Compressing five days of work into four can create stress, but the benefits outweigh the downsides, sprawling study shows

Biggest trial shows four-day work week cuts stress — and workers say it boosts performance

Workers reported better mental health after they switched to a four-day work week without a reduction in pay. Credit: Getty

Moving to a four-day work week without losing pay leaves employees happier, healthier and higher-performing, according to the largest study of such an intervention so far, encompassing six countries1. The research showed that a six-month trial of working four days a week reduced burnout, increased job satisfaction and improved mental and physical health.

The study’s authors had wondered whether a condensed working week would add to employees’ stress. “When workers want to deliver the same productivity, they might work very rapidly to get the job done, and their well-being might actually worsen,” says lead author Wen Fan, a sociologist at Boston College in Massachusetts. “But that’s not what we found.” Instead, staff members’ stress levels fell.

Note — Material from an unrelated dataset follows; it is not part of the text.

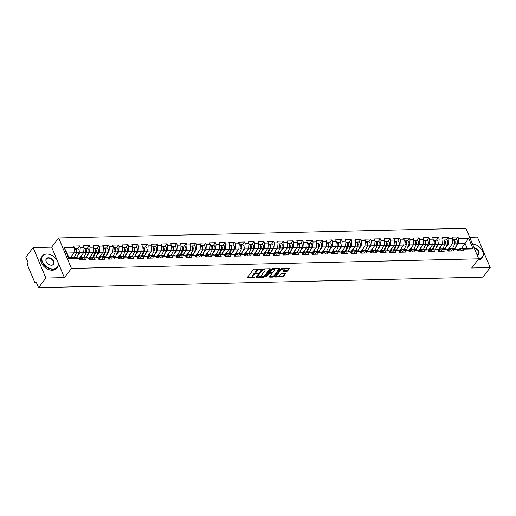 <?xml version="1.0" encoding="UTF-8"?>
<svg xmlns="http://www.w3.org/2000/svg" width="516" height="516" viewBox="0 0 516 516"><rect width="100%" height="100%" fill="white"/><g stroke="black" fill="none" stroke-linecap="round" stroke-linejoin="round"><path stroke-width="0.77" d="M260.993 269.268L254.317 269.126A0.735 0.348 157.3 0 0 253.375 269.571L247.467 277.305A0.735 0.348 157.3 0 0 247.396 277.576A0.735 0.348 157.3 0 0 247.745 277.718L254.233 277.569L254.936 277.066L253.853 276.982A2.361 1.116 157.3 0 1 252.724 276.518A2.361 1.116 157.3 0 1 252.95 275.654L253.44 275.015A2.361 1.116 157.3 0 1 256.446 273.59L257.942 273.261L256.904 272.99A2.361 1.116 157.3 0 1 255.781 272.525A2.361 1.116 157.3 0 1 256 271.661L256.497 271.016A2.361 1.116 157.3 0 1 259.496 269.597L260.993 269.268M286.696 271.339A0.735 0.348 157.3 0 0 287.631 270.894L289.289 268.726A0.735 0.348 157.3 0 0 289.36 268.455A0.735 0.348 157.3 0 0 289.012 268.307L281.807 268.481A0.735 0.348 157.3 0 0 280.872 268.92L274.957 276.653A0.735 0.348 157.3 0 0 274.886 276.924A0.735 0.348 157.3 0 0 275.241 277.073L282.445 276.899A0.735 0.348 157.3 0 0 283.381 276.453L285.387 273.835A0.735 0.348 157.3 0 0 285.451 273.564A0.735 0.348 157.3 0 0 285.103 273.422L282.02 273.493A0.735 0.348 157.3 0 0 281.085 273.938L280.091 275.234A1.974 0.935 157.3 0 1 278.182 276.344A1.974 0.935 157.3 0 1 276.634 276.034A1.974 0.935 157.3 0 1 276.821 275.312L280.717 270.223A1.974 0.935 157.3 0 1 282.62 269.113A1.974 0.935 157.3 0 1 284.168 269.423A1.974 0.935 157.3 0 1 283.981 270.145L283.329 270.997A0.735 0.348 157.3 0 0 283.265 271.268A0.735 0.348 157.3 0 0 283.613 271.41L286.696 271.339L286.438 270.726A0.735 0.348 157.3 0 0 287.38 270.281L288.889 268.314M57.495 261.109L51.658 247.151L33.127 247.59L45.879 278.079L64.41 277.64L71.434 268.449L478.7 258.826L471.669 268.017L490.2 267.578L482.873 277.163L38.552 287.664L36.172 281.962L35.636 282.665L36.455 282.645M45.879 278.079L38.552 287.664M270.313 269.171A0.735 0.348 157.3 0 0 270.384 268.9A0.735 0.348 157.3 0 0 270.029 268.759L262.825 268.926A0.735 0.348 157.3 0 0 261.889 269.371L255.981 277.105A0.735 0.348 157.3 0 0 255.91 277.376A0.735 0.348 157.3 0 0 256.259 277.518L263.463 277.35A0.735 0.348 157.3 0 0 264.398 276.905L270.313 269.171L270.139 268.765M272.319 268.701L279.517 268.533A0.735 0.348 157.3 0 1 279.872 268.681A0.735 0.348 157.3 0 1 279.801 268.946L273.893 276.679A0.735 0.348 157.3 0 1 272.951 277.124L269.868 277.195A0.735 0.348 157.3 0 1 269.52 277.053A0.735 0.348 157.3 0 1 269.591 276.782L271.984 273.648A0.735 0.348 157.3 0 0 272.055 273.377A0.735 0.348 157.3 0 0 271.706 273.228L269.662 273.28A0.735 0.348 157.3 0 0 268.72 273.725L266.224 276.989L265.372 277.008L271.377 269.146A0.735 0.348 157.3 0 1 272.319 268.701M71.434 268.449L58.682 237.96L465.942 228.336L478.7 258.826M455.809 239.701L457.905 236.96L451.997 237.102L452.661 238.689L452.261 243.926L447.778 249.796M457.905 236.96L458.569 238.547L468.67 238.308L473.108 248.918L463.007 249.157L463.671 250.744L457.763 250.886L457.099 249.299L453.306 249.389L453.97 250.976L448.062 251.111L447.398 249.525L443.605 249.615L444.27 251.202L438.361 251.344L437.697 249.757L433.904 249.847L434.569 251.434L428.661 251.569L427.996 249.983L424.204 250.073L424.868 251.66L418.96 251.802L418.302 250.215L414.509 250.305L415.167 251.892L409.265 252.027L408.601 250.447L404.808 250.531L405.473 252.118L399.565 252.26L398.9 250.673L395.108 250.763L395.772 252.35L389.864 252.485L389.199 250.905L385.407 250.995L386.071 252.576L380.163 252.717L379.499 251.131L375.706 251.221L376.37 252.808L370.462 252.95L369.804 251.363L366.005 251.453L366.67 253.034L360.768 253.175L360.103 251.589L356.311 251.679L356.969 253.266L351.067 253.408L350.403 251.821L346.61 251.911L347.274 253.498L341.366 253.633L340.702 252.047L336.909 252.137L337.574 253.724L331.665 253.866L331.001 252.279L327.209 252.369L327.873 253.956L321.965 254.091L321.3 252.505L317.508 252.595L318.172 254.182L312.264 254.324L311.606 252.737L307.813 252.827L308.471 254.414L302.57 254.549L301.905 252.969L298.113 253.053L298.777 254.64L292.869 254.781L292.204 253.195L288.412 253.285L289.076 254.872L283.168 255.007L282.504 253.427L278.711 253.517L279.375 255.097L273.467 255.239L272.803 253.653L269.01 253.743L269.675 255.33L263.766 255.472L263.102 253.885L259.309 253.975L259.974 255.555L254.065 255.697L253.408 254.111L249.615 254.201L250.273 255.788L244.371 255.93L243.707 254.343L239.914 254.433L240.579 256.02L234.67 256.155L234.006 254.569L230.213 254.659L230.878 256.246L224.97 256.387L224.305 254.801L220.513 254.891L221.177 256.478L215.269 256.613L214.604 255.027L210.812 255.117L211.476 256.704L205.568 256.845L204.91 255.259L201.111 255.349L201.775 256.936L195.874 257.071L195.209 255.491L191.417 255.575L192.075 257.161L186.173 257.303L185.508 255.717L181.716 255.807L182.38 257.394L176.472 257.529L175.808 255.949L172.015 256.039L172.679 257.619L166.771 257.761L166.107 256.175L162.314 256.265L162.979 257.852L157.07 257.994L156.406 256.407L152.613 256.497L153.278 258.077L147.37 258.219L146.712 256.633L142.919 256.723L143.577 258.31L137.675 258.452L137.011 256.865L133.218 256.955L133.883 258.542L127.974 258.677L127.31 257.091L123.517 257.181L124.182 258.768L118.274 258.909L117.609 257.323L113.817 257.413L114.481 259L108.573 259.135L107.909 257.548L104.116 257.639L104.78 259.226L98.872 259.367L98.208 257.781L94.415 257.871L95.079 259.458L89.171 259.593L88.513 258.013L84.721 258.097L85.379 259.683L79.477 259.825L78.813 258.239L68.705 258.477L64.268 247.867L74.375 247.628L73.975 252.866L70.434 257.497M77.523 248.648L79.619 245.906L73.711 246.042L74.375 247.628M79.619 245.906L80.277 247.487L84.069 247.403L83.676 252.64L79.187 258.503M87.223 248.415L89.313 245.674L83.411 245.816L84.069 247.403M89.313 245.674L89.978 247.261L93.77 247.17L93.377 252.408L88.887 258.277M96.918 248.183L99.014 245.448L93.106 245.584L93.77 247.17M99.014 245.448L99.678 247.029L103.471 246.938L103.077 252.176L98.588 258.045M106.619 247.957L108.715 245.216L102.807 245.358L103.471 246.938M108.715 245.216L109.379 246.803L113.172 246.713L112.772 251.95L108.289 257.819M116.319 247.725L118.416 244.984L112.507 245.126L113.172 246.713M118.416 244.984L119.08 246.571L122.873 246.48L122.473 251.718L117.99 257.587M126.02 247.499L128.116 244.758L122.208 244.9L122.873 246.48M128.116 244.758L128.781 246.345L132.573 246.255L132.173 251.492L127.684 257.361M135.721 247.267L137.817 244.526L131.909 244.668L132.573 246.255M137.817 244.526L138.475 246.113L142.268 246.022L141.874 251.26L137.385 257.129M145.422 247.041L147.511 244.3L141.61 244.436L142.268 246.022M147.511 244.3L148.176 245.887L151.968 245.797L151.575 251.034L147.086 256.904M155.116 246.809L157.212 244.068L151.304 244.21L151.968 245.797M157.212 244.068L157.877 245.655L161.669 245.564L161.269 250.802L156.787 256.671M164.817 246.584L166.913 243.842L161.005 243.978L161.669 245.564M166.913 243.842L167.577 245.429L171.37 245.339L170.97 250.576L166.487 256.446M174.518 246.351L176.614 243.61L170.706 243.752L171.37 245.339M176.614 243.61L177.278 245.197L181.071 245.106L180.671 250.344L176.182 256.213M184.218 246.126L186.315 243.384L180.406 243.52L181.071 245.106M186.315 243.384L186.979 244.965L190.772 244.881L190.372 250.118L185.883 255.981M193.919 245.893L196.016 243.152L190.107 243.294L190.772 244.881M196.016 243.152L196.673 244.739L200.466 244.649L200.073 249.886L195.583 255.755M203.62 245.661L205.71 242.926L199.808 243.062L200.466 244.649M205.71 242.926L206.374 244.507L210.167 244.416L209.773 249.654L205.284 255.523M213.314 245.435L215.411 242.694L209.502 242.836L210.167 244.416M215.411 242.694L216.075 244.281L219.868 244.191L219.468 249.428L214.985 255.297M223.015 245.203L225.111 242.462L219.203 242.604L219.868 244.191M225.111 242.462L225.776 244.049L229.568 243.958L229.169 249.196L224.686 255.065M232.716 244.977L234.812 242.236L228.904 242.378L229.568 243.958M234.812 242.236L235.477 243.823L239.269 243.733L238.869 248.97L234.38 254.84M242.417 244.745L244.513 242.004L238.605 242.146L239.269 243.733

The study was published today in Nature Human Behaviour.

Pandemic upheaval

Levels of employee stress and burnout soared during the COVID-19 pandemic, leading many workers to quit their jobs, the authors note. The result was large numbers of unfilled positions in some labour markets.

To see whether shorter weeks might be the antidote for poor morale, researchers launched a study of 2,896 individuals at 141 companies in Australia, New Zealand, the United States, Canada, Ireland and the United Kingdom.

Before making the shift to reduced hours, each company that opted into the overhaul was given roughly eight weeks to restructure its workflow to maintain productivity at 80% of previous workforce hours, purging time-wasting activities such as unnecessary meetings. Two weeks before the trial started, each employee answered a series of questions to evaluate their well-being, including, “Does your work frustrate you?” and “How would you rate your mental health?” After six months on the new schedule, they revisited the same questions.

Overall, workers felt more satisfied with their job performance and reported better mental health after six months of a shortened work week than before it.